[THE RECORDS — start]

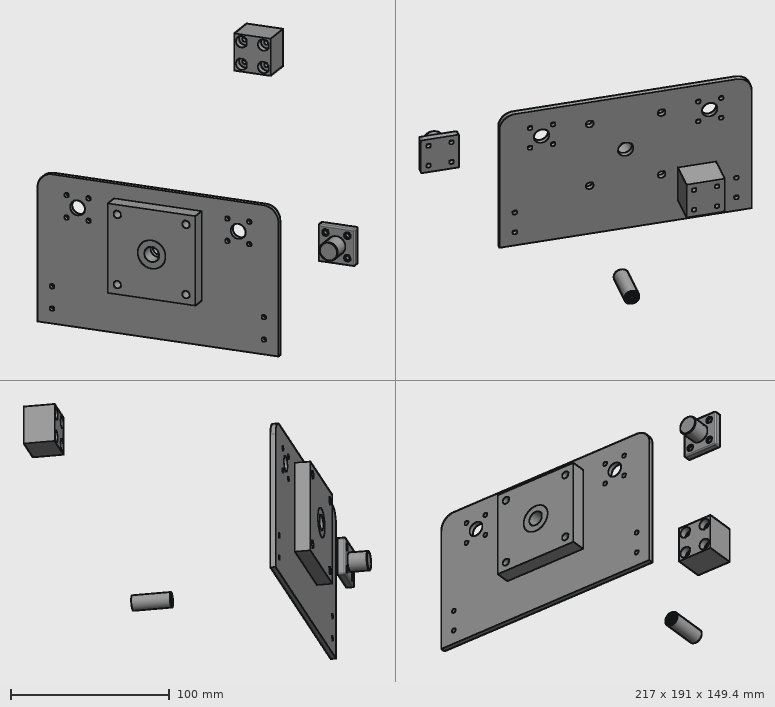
import cadquery as cq


plate_width = 165.0
plate_height = 100.0
plate_thickness = 3.5
plate_corner_radius = 10.0
small_hole_diameter = 3.0
window_diameter = 10.0
window_x = 55.0
window_z = 80.0
edge_hole_x = plate_width / 2 - 10.0
edge_hole_heights = (10.0, 25.0)

pattern_pitch = 15.0

pad_side = 60.0
pad_thickness = 10.0
pad_center_z = 60.0
pad_hole_pitch = 47.0
pad_hole_diameter = 5.0

bushing_diameter = 19.0
bushing_bore = 10.0

plug_tip_y = -12.0
overall_depth = 191.04

block_side = 25.0
block_depth = 20.0
block_center_x = -3.1
block_top_z = 149.42
block_back_y = plug_tip_y + overall_depth
screw_hole_diameter = 3.0
block_counterbore_diameter = 7.5
block_counterbore_depth = 5.0

flange_side = 25.0
flange_thickness = 5.0
flange_fillet = 1.0
spigot_diameter = 12.5
spigot_length = 12.5
spigot_chamfer = 0.4
plug_right_x = 134.46
plug_center_z = window_z
plug_counterbore_diameter = 4.5
plug_counterbore_depth = 1.0

pin_diameter = 10.0
pin_length = 25.0
pin_crown_diameters = (8.0, 6.0, 4.0, 2.0)
pin_crown_step = 0.1
pin_center_x = 28.3
pin_center_z = 27.8
pin_front_y = 93.8


def front_plane(x, y, z):
    """Plane at (x, y, z) facing -Y, with local x along +X and local y along +Z."""
    return cq.Workplane(cq.Plane(origin=(x, y, z), xDir=(1, 0, 0), normal=(0, -1, 0)))


def square_points(pitch, center_x=0.0, center_z=0.0):
    half = pitch / 2
    return [(center_x + sx * half, center_z + sz * half) for sx in (-1, 1) for sz in (-1, 1)]


def drill(body, y, points, diameter, depth):
    """Cut round holes from the plane at y toward +Y."""
    tools = front_plane(0, y, 0).pushPoints(points).circle(diameter / 2).extrude(-depth)
    return body.cut(tools)


def make_plate():
    plate = (
        front_plane(0, 0, plate_height / 2)
        .rect(plate_width, plate_height)
        .extrude(-plate_thickness)
        .edges("|Y and >Z")
        .fillet(plate_corner_radius)
    )
    small_holes = [(side * edge_hole_x, z) for side in (-1, 1) for z in edge_hole_heights]
    for side in (-1, 1):
        small_holes += square_points(pattern_pitch, side * window_x, window_z)
    windows = [(side * window_x, window_z) for side in (-1, 1)]
    pad_holes = square_points(pad_hole_pitch, 0, pad_center_z)
    plate = drill(plate, 0, small_holes, small_hole_diameter, plate_thickness)
    plate = drill(plate, 0, windows, window_diameter, plate_thickness)
    plate = drill(plate, 0, pad_holes, pad_hole_diameter, plate_thickness)
    return drill(plate, 0, [(0, pad_center_z)], bushing_bore, plate_thickness)


def make_pad():
    pad = front_plane(0, 0, pad_center_z).rect(pad_side, pad_side).extrude(pad_thickness)
    holes = square_points(pad_hole_pitch, 0, pad_center_z)
    pad = drill(pad, -pad_thickness, holes, pad_hole_diameter, pad_thickness)
    return drill(pad, -pad_thickness, [(0, pad_center_z)], bushing_diameter, pad_thickness)


def make_bushing():
    return (
        front_plane(0, 0, pad_center_z)
        .circle(bushing_diameter / 2)
        .circle(bushing_bore / 2)
        .extrude(pad_thickness)
    )


def make_block():
    center_z = block_top_z - block_side / 2
    front_y = block_back_y - block_depth
    block = (
        front_plane(block_center_x, block_back_y, center_z)
        .rect(block_side, block_side)
        .extrude(block_depth)
    )
    holes = square_points(pattern_pitch, block_center_x, center_z)
    block = drill(block, front_y, holes, screw_hole_diameter, block_depth)
    return drill(block, front_y, holes, block_counterbore_diameter, block_counterbore_depth)


def make_plug():
    center_x = plug_right_x - flange_side / 2
    flange_front_y = plug_tip_y + spigot_length
    flange = (
        front_plane(center_x, flange_front_y, plug_center_z)
        .rect(flange_side, flange_side)
        .extrude(-flange_thickness)
        .edges("|Y or <Y")
        .fillet(flange_fillet)
    )
    spigot = (
        front_plane(center_x, flange_front_y, plug_center_z)
        .circle(spigot_diameter / 2)
        .extrude(spigot_length)
        .faces("<Y")
        .chamfer(spigot_chamfer)
    )
    holes = square_points(pattern_pitch, center_x, plug_center_z)
    plug = flange.union(spigot)
    plug = drill(plug, flange_front_y, holes, screw_hole_diameter, flange_thickness)
    return drill(plug, flange_front_y, holes, plug_counterbore_diameter, plug_counterbore_depth)


def make_pin():
    """Cylinder along Y, each end crowned by low concentric steps that shrink outward."""
    pin = front_plane(pin_center_x, pin_front_y, pin_center_z).circle(pin_diameter / 2).extrude(-pin_length)
    for level, diameter in enumerate(pin_crown_diameters, start=1):
        rise = level * pin_crown_step
        step = (
            front_plane(pin_center_x, pin_front_y - rise, pin_center_z)
            .circle(diameter / 2)
            .extrude(-(pin_length + 2 * rise))
        )
        pin = pin.union(step)
    return pin


bodies = [make_plate(), make_pad(), make_bushing(), make_block(), make_plug(), make_pin()]
result = cq.Compound.makeCompound([body.val() for body in bodies])

[THE RECORDS — finish]

TASK PROMPT: Please reproduce every record exactly, leaving the pictures out.

ANSWER TO THIS PROBLEM:
import cadquery as cq


plate_width = 165.0
plate_height = 100.0
plate_thickness = 3.5
plate_corner_radius = 10.0
small_hole_diameter = 3.0
window_diameter = 10.0
window_x = 55.0
window_z = 80.0
edge_hole_x = plate_width / 2 - 10.0
edge_hole_heights = (10.0, 25.0)

pattern_pitch = 15.0

pad_side = 60.0
pad_thickness = 10.0
pad_center_z = 60.0
pad_hole_pitch = 47.0
pad_hole_diameter = 5.0

bushing_diameter = 19.0
bushing_bore = 10.0

plug_tip_y = -12.0
overall_depth = 191.04

block_side = 25.0
block_depth = 20.0
block_center_x = -3.1
block_top_z = 149.42
block_back_y = plug_tip_y + overall_depth
screw_hole_diameter = 3.0
block_counterbore_diameter = 7.5
block_counterbore_depth = 5.0

flange_side = 25.0
flange_thickness = 5.0
flange_fillet = 1.0
spigot_diameter = 12.5
spigot_length = 12.5
spigot_chamfer = 0.4
plug_right_x = 134.46
plug_center_z = window_z
plug_counterbore_diameter = 4.5
plug_counterbore_depth = 1.0

pin_diameter = 10.0
pin_length = 25.0
pin_crown_diameters = (8.0, 6.0, 4.0, 2.0)
pin_crown_step = 0.1
pin_center_x = 28.3
pin_center_z = 27.8
pin_front_y = 93.8


def front_plane(x, y, z):
    """Plane at (x, y, z) facing -Y, with local x along +X and local y along +Z."""
    return cq.Workplane(cq.Plane(origin=(x, y, z), xDir=(1, 0, 0), normal=(0, -1, 0)))


def square_points(pitch, center_x=0.0, center_z=0.0):
    half = pitch / 2
    return [(center_x + sx * half, center_z + sz * half) for sx in (-1, 1) for sz in (-1, 1)]


def drill(body, y, points, diameter, depth):
    """Cut round holes from the plane at y toward +Y."""
    tools = front_plane(0, y, 0).pushPoints(points).circle(diameter / 2).extrude(-depth)
    return body.cut(tools)


def make_plate():
    plate = (
        front_plane(0, 0, plate_height / 2)
        .rect(plate_width, plate_height)
        .extrude(-plate_thickness)
        .edges("|Y and >Z")
        .fillet(plate_corner_radius)
    )
    small_holes = [(side * edge_hole_x, z) for side in (-1, 1) for z in edge_hole_heights]
    for side in (-1, 1):
        small_holes += square_points(pattern_pitch, side * window_x, window_z)
    windows = [(side * window_x, window_z) for side in (-1, 1)]
    pad_holes = square_points(pad_hole_pitch, 0, pad_center_z)
    plate = drill(plate, 0, small_holes, small_hole_diameter, plate_thickness)
    plate = drill(plate, 0, windows, window_diameter, plate_thickness)
    plate = drill(plate, 0, pad_holes, pad_hole_diameter, plate_thickness)
    return drill(plate, 0, [(0, pad_center_z)], bushing_bore, plate_thickness)


def make_pad():
    pad = front_plane(0, 0, pad_center_z).rect(pad_side, pad_side).extrude(pad_thickness)
    holes = square_points(pad_hole_pitch, 0, pad_center_z)
    pad = drill(pad, -pad_thickness, holes, pad_hole_diameter, pad_thickness)
    return drill(pad, -pad_thickness, [(0, pad_center_z)], bushing_diameter, pad_thickness)


def make_bushing():
    return (
        front_plane(0, 0, pad_center_z)
        .circle(bushing_diameter / 2)
        .circle(bushing_bore / 2)
        .extrude(pad_thickness)
    )


def make_block():
    center_z = block_top_z - block_side / 2
    front_y = block_back_y - block_depth
    block = (
        front_plane(block_center_x, block_back_y, center_z)
        .rect(block_side, block_side)
        .extrude(block_depth)
    )
    holes = square_points(pattern_pitch, block_center_x, center_z)
    block = drill(block, front_y, holes, screw_hole_diameter, block_depth)
    return drill(block, front_y, holes, block_counterbore_diameter, block_counterbore_depth)


def make_plug():
    center_x = plug_right_x - flange_side / 2
    flange_front_y = plug_tip_y + spigot_length
    flange = (
        front_plane(center_x, flange_front_y, plug_center_z)
        .rect(flange_side, flange_side)
        .extrude(-flange_thickness)
        .edges("|Y or <Y")
        .fillet(flange_fillet)
    )
    spigot = (
        front_plane(center_x, flange_front_y, plug_center_z)
        .circle(spigot_diameter / 2)
        .extrude(spigot_length)
        .faces("<Y")
        .chamfer(spigot_chamfer)
    )
    holes = square_points(pattern_pitch, center_x, plug_center_z)
    plug = flange.union(spigot)
    plug = drill(plug, flange_front_y, holes, screw_hole_diameter, flange_thickness)
    return drill(plug, flange_front_y, holes, plug_counterbore_diameter, plug_counterbore_depth)


def make_pin():
    """Cylinder along Y, each end crowned by low concentric steps that shrink outward."""
    pin = front_plane(pin_center_x, pin_front_y, pin_center_z).circle(pin_diameter / 2).extrude(-pin_length)
    for level, diameter in enumerate(pin_crown_diameters, start=1):
        rise = level * pin_crown_step
        step = (
            front_plane(pin_center_x, pin_front_y - rise, pin_center_z)
            .circle(diameter / 2)
            .extrude(-(pin_length + 2 * rise))
        )
        pin = pin.union(step)
    return pin


bodies = [make_plate(), make_pad(), make_bushing(), make_block(), make_plug(), make_pin()]
result = cq.Compound.makeCompound([body.val() for body in bodies])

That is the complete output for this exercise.